Studio album by Scooter
- Released: 24 October 1996
- Recorded: 1996
- Studios: Loop Dance Constructions Studios, Hamburg, Germany
- Length: 46:13
- Label: Club Tools
- Producer: The Loop!

Scooter chronology
| Our Happy Hardcore (1996) | Wicked! (1996) | Age of Love (1997) |

Singles from Wicked!
- "I'm Raving" Released: 19 September 1996; "Break It Up" Released: 14 November 1996;

= Wicked! (Scooter album) =

Wicked! is the third studio album by German band Scooter, released in 1996. It contains two singles, "I'm Raving", and "Break It Up".

The album was re-released on LP on 17 September 2021 to coincide with the 25th anniversary of the album's release. It was available on black and blue LP, with the blue coloured vinyl being limited to 500 copies.

Professional ratings
Review scores
| Source | Rating |
| Random.Access | 7.5/10 |

==Track listing==
All tracks written by H.P. Baxxter, Rick J. Jordan, Jens Thele, and Ferris Bueller, except "I'm Raving" written by Marc Cohn; and "Don't Let It Be Me" and "Break It Up" written by Nosie Katzmann.
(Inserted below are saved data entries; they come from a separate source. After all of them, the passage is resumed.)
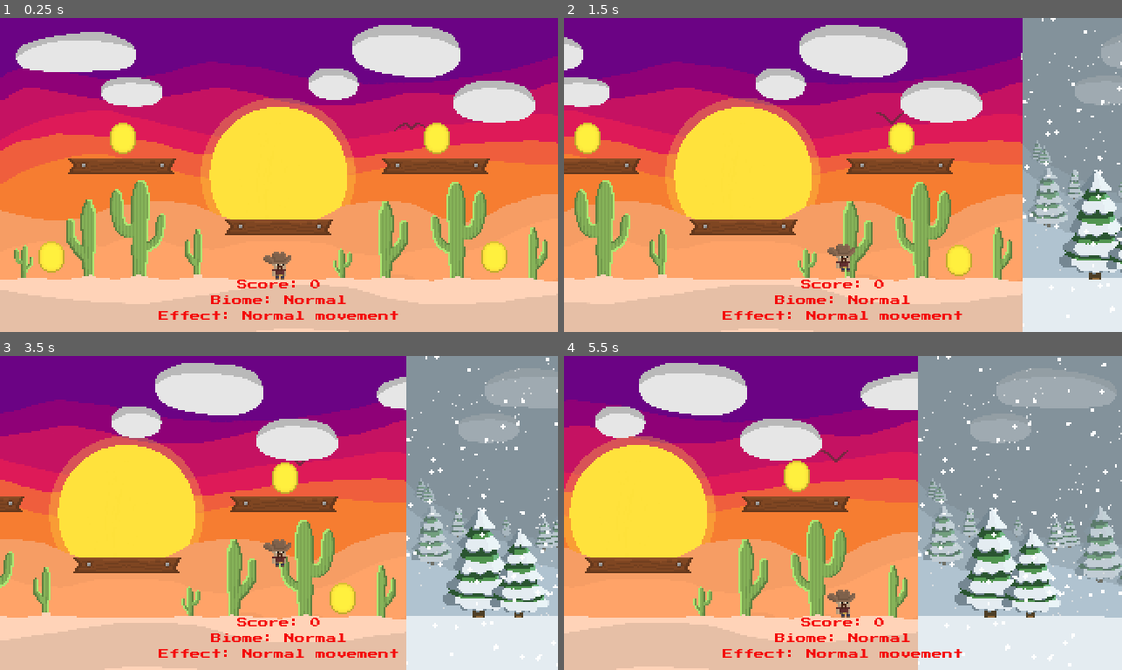
Above: before the commit, frames 1-4 (two rows, left to right).
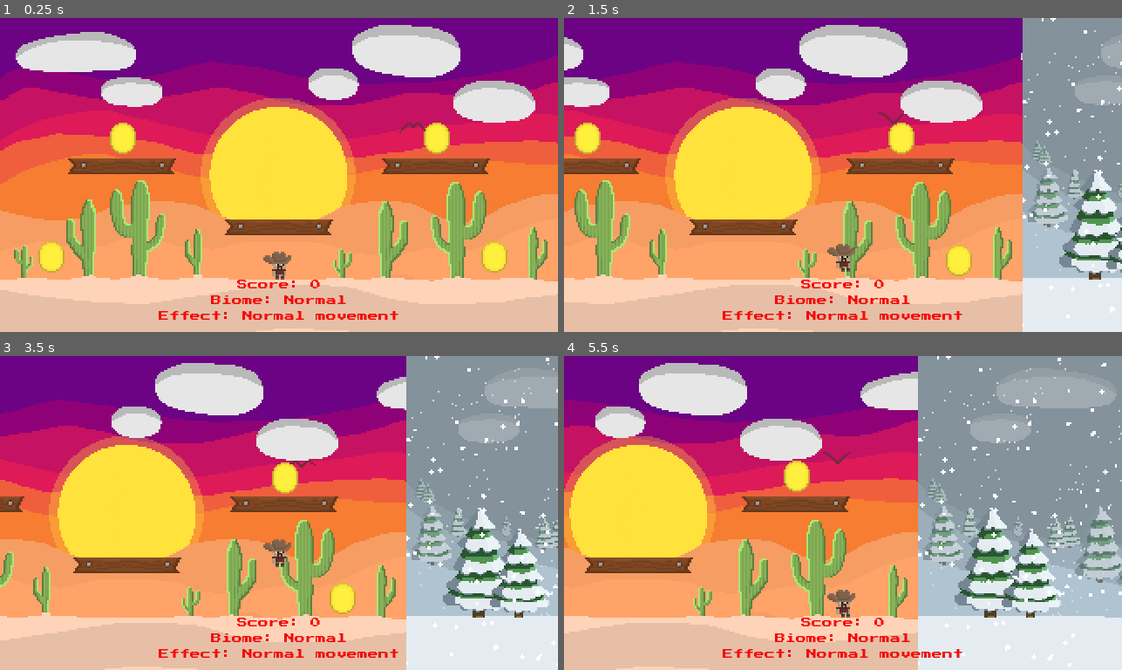
Above: after the commit, the same moments.

Repository: T-ayy-lor/Capstone
Game: Godot game, scene res://Main.tscn
Same seed, same stepped clock (60 frames per second), same inputs: the game is played once before the commit and once after it.
Inputs:
- Up to frame 1 (0.25 s): no input
- Up to frame 2 (1.5 s): hold D (move_right) from 0.53 s (still down); tap Space (jump) at 0.77 s
- Up to frame 3 (3.5 s): tap Space (jump) at 1.52, 3.02 s; release D (move_right) at 2.03 s; hold A (move_left) 2.03-2.78 s; hold D (move_right) from 2.78 s (still down)
- Up to frame 4 (5.5 s): tap Space (jump) at 3.77, 4.52 s; release D (move_right) at 4.28 s; hold A (move_left) 4.28-5.03 s; hold D (move_right) from 5.03 s (still down)

The runs differ from the first frame. In frame 1, less than 0.1% of the frame differs, in the area x 70-77%, y 33-37%; in frame 2, less than 0.1%; in frame 3, less than 0.1%; in frame 4, less than 0.1%.

Commit message:
Update Main.tscn

Diff:
--- a/Main.tscn
+++ b/Main.tscn
@@ -525,7 +525,7 @@
 position = Vector2( 0, -90 )
 z_index = -75
 frames = SubResource( 6 )
-frame = 239
+frame = 240
 playing = true
 
 [node name="SnowBiome" type="Area2D" parent="."]

1. "Wicked Introduction" – 1:44
2. "I'm Raving"– 3:28
3. "We Take You Higher" – 4:22
4. "Awakening" – 4:26
5. "When I Was a Young Boy" – 3:58
6. "Coldwater Canyon" – 5:16
7. "Scooter del Mar" – 4:58
8. "Zebras Crossing the Street" – 4:58
9. "Don't Let It be Me" – 3:59
10. "The First Time" – 5:25
11. "Break It Up" – 3:39
Notes
- "Wicked Introduction" is the tune of "Scotland the Brave". The next song, "I'm Raving", features samples of the same song, and also "Walking in Memphis" by Marc Cohn.
- "When I Was a Young Boy" is based on The Loop!'s remix of the 1995 single "Babylon" by Prince Ital Joe Feat. Marky Mark. The Loop! was a remix project composed of H.P. Baxxter, Rick J. Jordan and Ferris Bueller.

==Charts==

Chart performance for Wicked!
| Chart (1996) | Peak position |
|---|---|
| Austrian Albums (Ö3 Austria) | 30 |
| Finnish Albums (Suomen virallinen lista) | 5 |
| German Albums (Offizielle Top 100) | 22 |
| Hungarian Albums (MAHASZ) | 2 |
| Scottish Albums (Official Charts) | 52 |
| Swedish Albums (Sverigetopplistan) | 33 |
| Swiss Albums (Schweizer Hitparade) | 38 |
| UK Albums (Official Charts) | 76 |

==Certifications==

Certifications for Wicked!
| Region | Certification | Certified units/sales |
| Poland (ZPAV) | Gold | 50,000^{*} |
^{*} Sales figures based on certification alone.